Elle Fanning is luminous as Ginger, an impressionable teenager in an unconventional family. Her mother Natalie (Mad Men’s Christina Hendricks) is a frustrated artist, while her dad Roland (Alessandro Nivola) is a cool jazz-loving pacifist. When her parents come to blows and a nuclear attack on the UK becomes a very real possibility to her, Ginger seeks the counsel of her kindly godfather Mark (Timothy Spall), his live-in partner Mark II (Oliver Platt) and their feminist academic friend May (Annette Bening). Encouraged by this bohemian lot to live life to the full and not by society’s norms, Ginger soon finds herself on a very different path to that of her friend Rosa (Englert), who has been emotionally stunted by an unloving mother. For these two, the road to womanhood is a rocky one indeed, but not without some important lessons being learned on the way.

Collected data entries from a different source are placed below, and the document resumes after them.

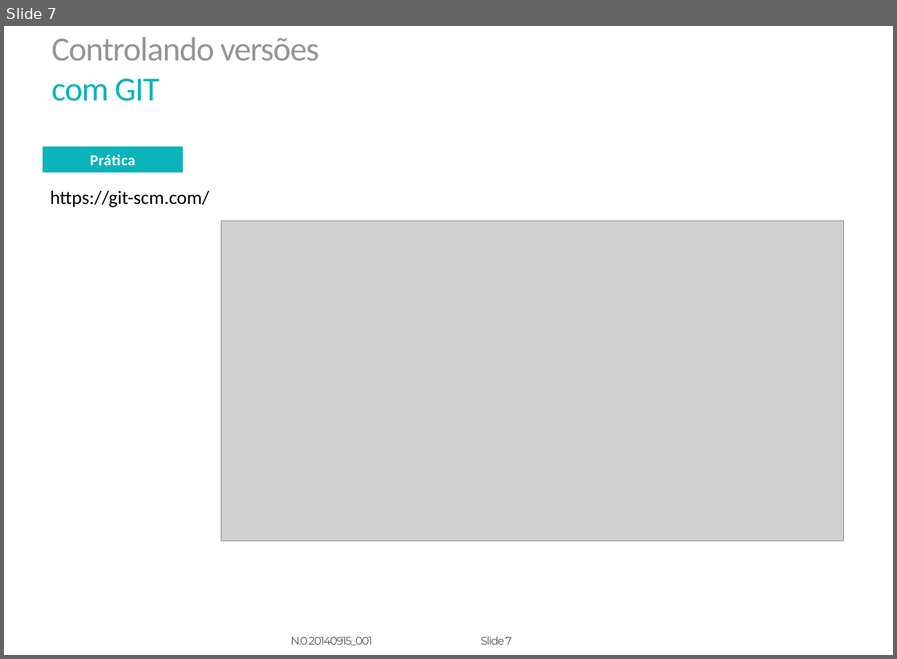
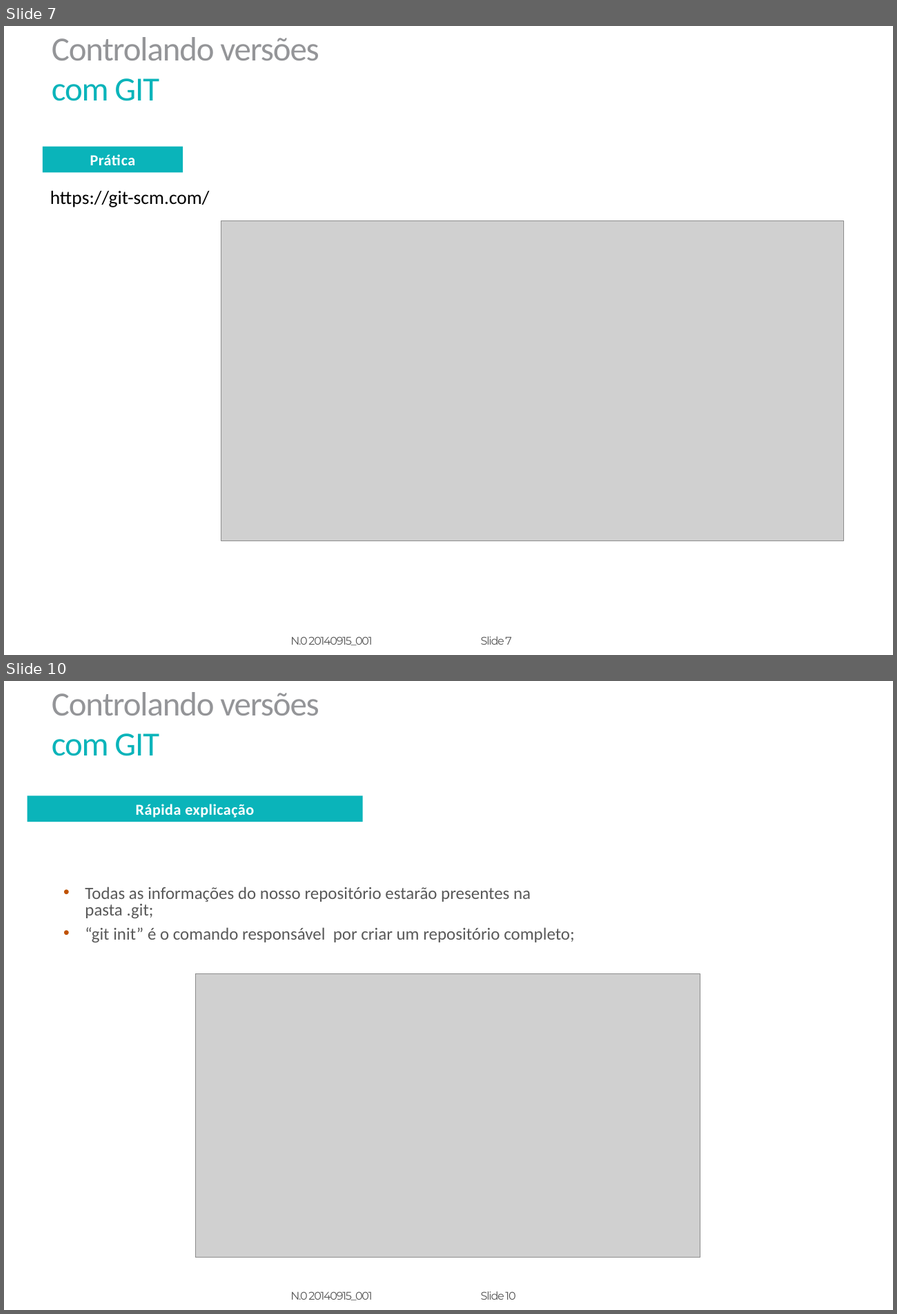
Before and after one commit to caused/git-workshop, a slide deck: Slides.pptx. Shown one above the other, each under a label of ours: slide 7 before the commit, slides 7 and 10 after it; the slides between them are not shown. The pictures are 897x659 and 897x1314 pixels, drawn with LibreOffice and Linux fonts; fonts in the diff are those of the drawing; grey boxes stand for pictures; background and template pictures are left out. Boxes give left, top, right and bottom in pixels: in the first picture for what was removed or moved away, otherwise in the second. Text is boxed around its words. In the diff, an @@ line names an element or a change of style, - is before the commit and + after.

```diff
--- a/Slides.pptx
+++ b/Slides.pptx
@@ slide 10 added at box(4, 681, 893, 1310), background picture (left out); not listed: 4 template elements that a slide beside it also shows @@
@@ rectangle added at box(27, 796, 362, 822), fill #0AB4BA, 14.5 pt, text #FFFFFF, bold @@
+Rápida explicação
@@ text added at box(85, 887, 574, 943), 16.3 pt, text #595959 @@
+• Todas as informações do nosso repositório estarão presentes na pasta .git;
+• “git init” é o comando responsável por criar um repositório completo;
@@ picture added at box(196, 974, 700, 1257) @@
```
Also in this commit, not shown: 9 other slides added.
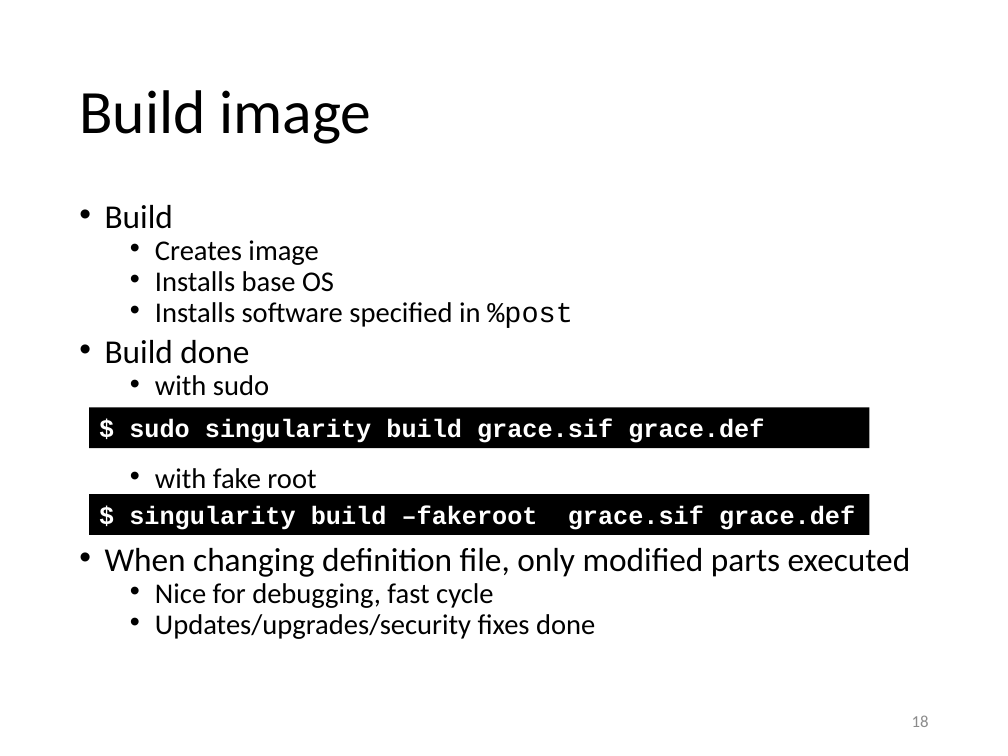
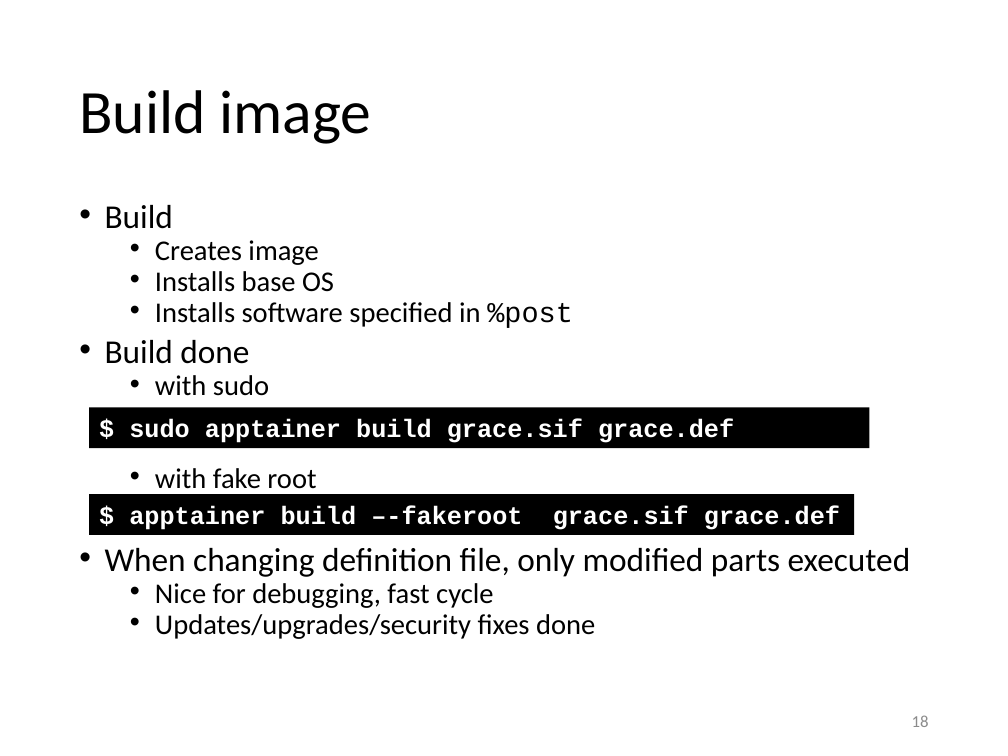
Before and after one commit to gjbex/Containers-for-HPC, a slide deck: slide 18 of containers_for_hpc.pptx. Drawn at 1008x756 pixels with LibreOffice and Linux fonts; fonts in the diff are those of the drawing. Boxes give left, top, right and bottom in pixels: in the first picture for what was removed or moved away, otherwise in the second. Text is boxed around its words. In the diff, an @@ line names an element or a change of style, - is before the commit and + after.

Commit message:
Update for apptainer, slurm

```diff
--- a/containers_for_hpc.pptx
+++ b/containers_for_hpc.pptx
@@ text in rectangle at (x1=129, y1=419, x2=734, y2=443): text changed @@
-$ sudo singularity build grace.sif grace.def
+$ sudo apptainer build grace.sif grace.def
@@ rectangle "$ apptainer build –-fakeroot grace.sif ..." resized from (x1=89, y1=494, x2=869, y2=534) to (x1=89, y1=494, x2=854, y2=534) @@
@@ text in rectangle at (x1=129, y1=505, x2=840, y2=530): text changed @@
-$ singularity build –fakeroot grace.sif grace.def
+$ apptainer build –-fakeroot grace.sif grace.def
```
Also in this commit, not shown: 21 other slides changed.
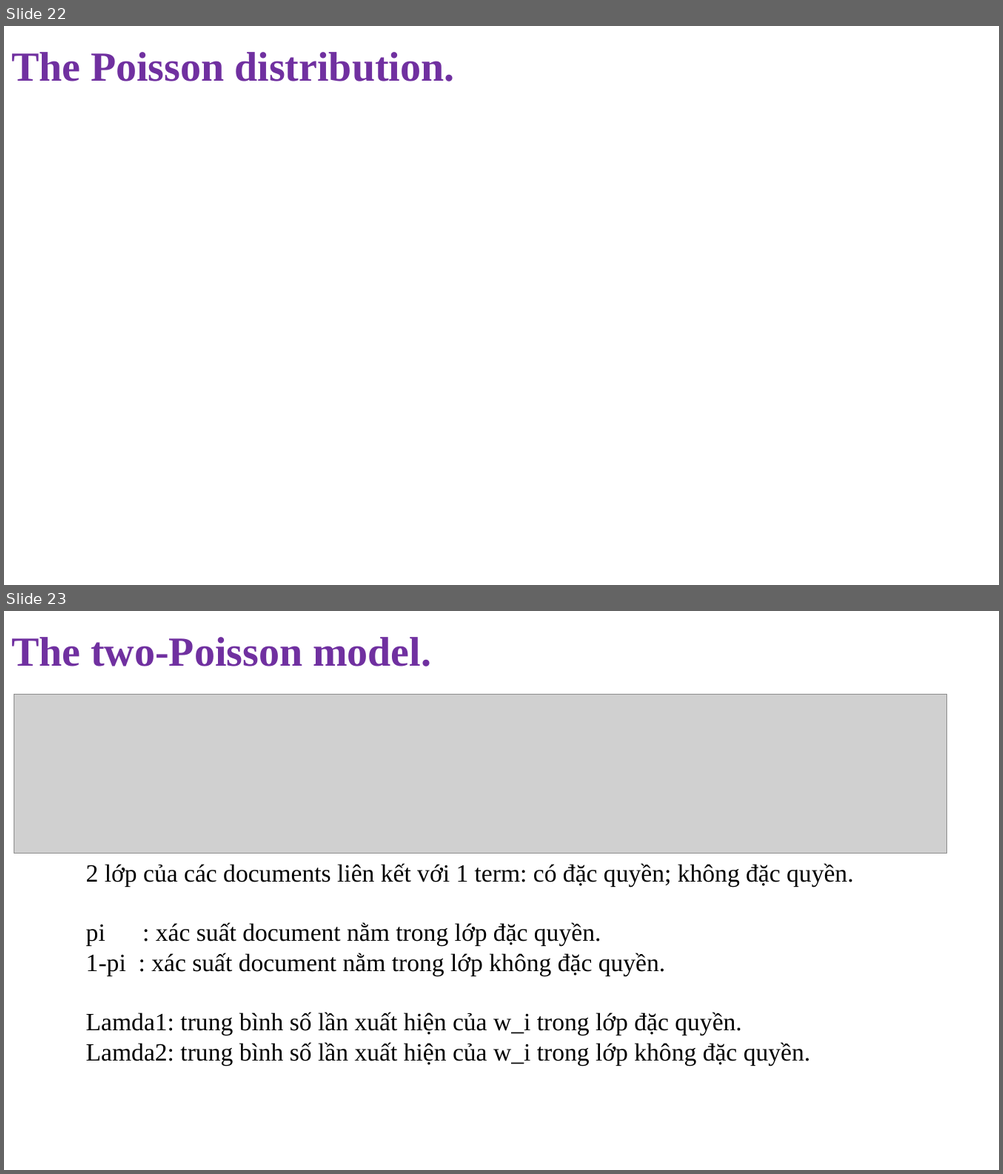
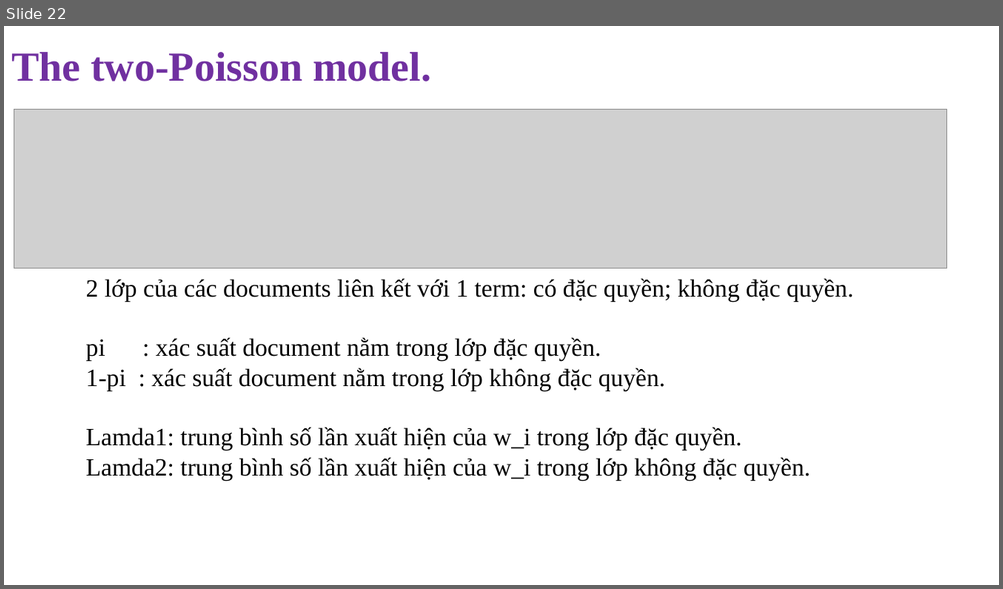
Before and after one commit to NghiLamPhuc/NLP., a slide deck: IR/Presentation1.pptx. Shown one above the other, each under a label of ours: slides 22 and 23 before the commit, slide 22 after it. The pictures are 1003x1174 and 1003x589 pixels, drawn with LibreOffice and Linux fonts; fonts in the diff are those of the drawing; grey boxes stand for pictures. Boxes give left, top, right and bottom in pixels: in the first picture for what was removed or moved away, otherwise in the second. Text is boxed around its words. In the diff, an @@ line names an element or a change of style, - is before the commit and + after.

```diff
--- a/IR/Presentation1.pptx
+++ b/IR/Presentation1.pptx
@@ slide 22 removed at box(4, 26, 999, 585), background #FFFFFF @@
@@ text removed at box(11, 52, 455, 82) @@
-The Poisson distribution.
@@ what was slide 23 is now slide 22 @@
```
Also in this commit, not shown: 5 slides changed, 1 slide added, 3 other slides removed, 2 other files.

Its refreshing to see middle-class intellectuals take centre stage in a British film for a change and through her keenly-observed characters, director Sally Potter (Orlando) captures a snapshot of 1960s rarely seen on British screens. Poetic, romantic and evocative, Ginger & Rosa is an endearing coming of age story that should not slip under your radar.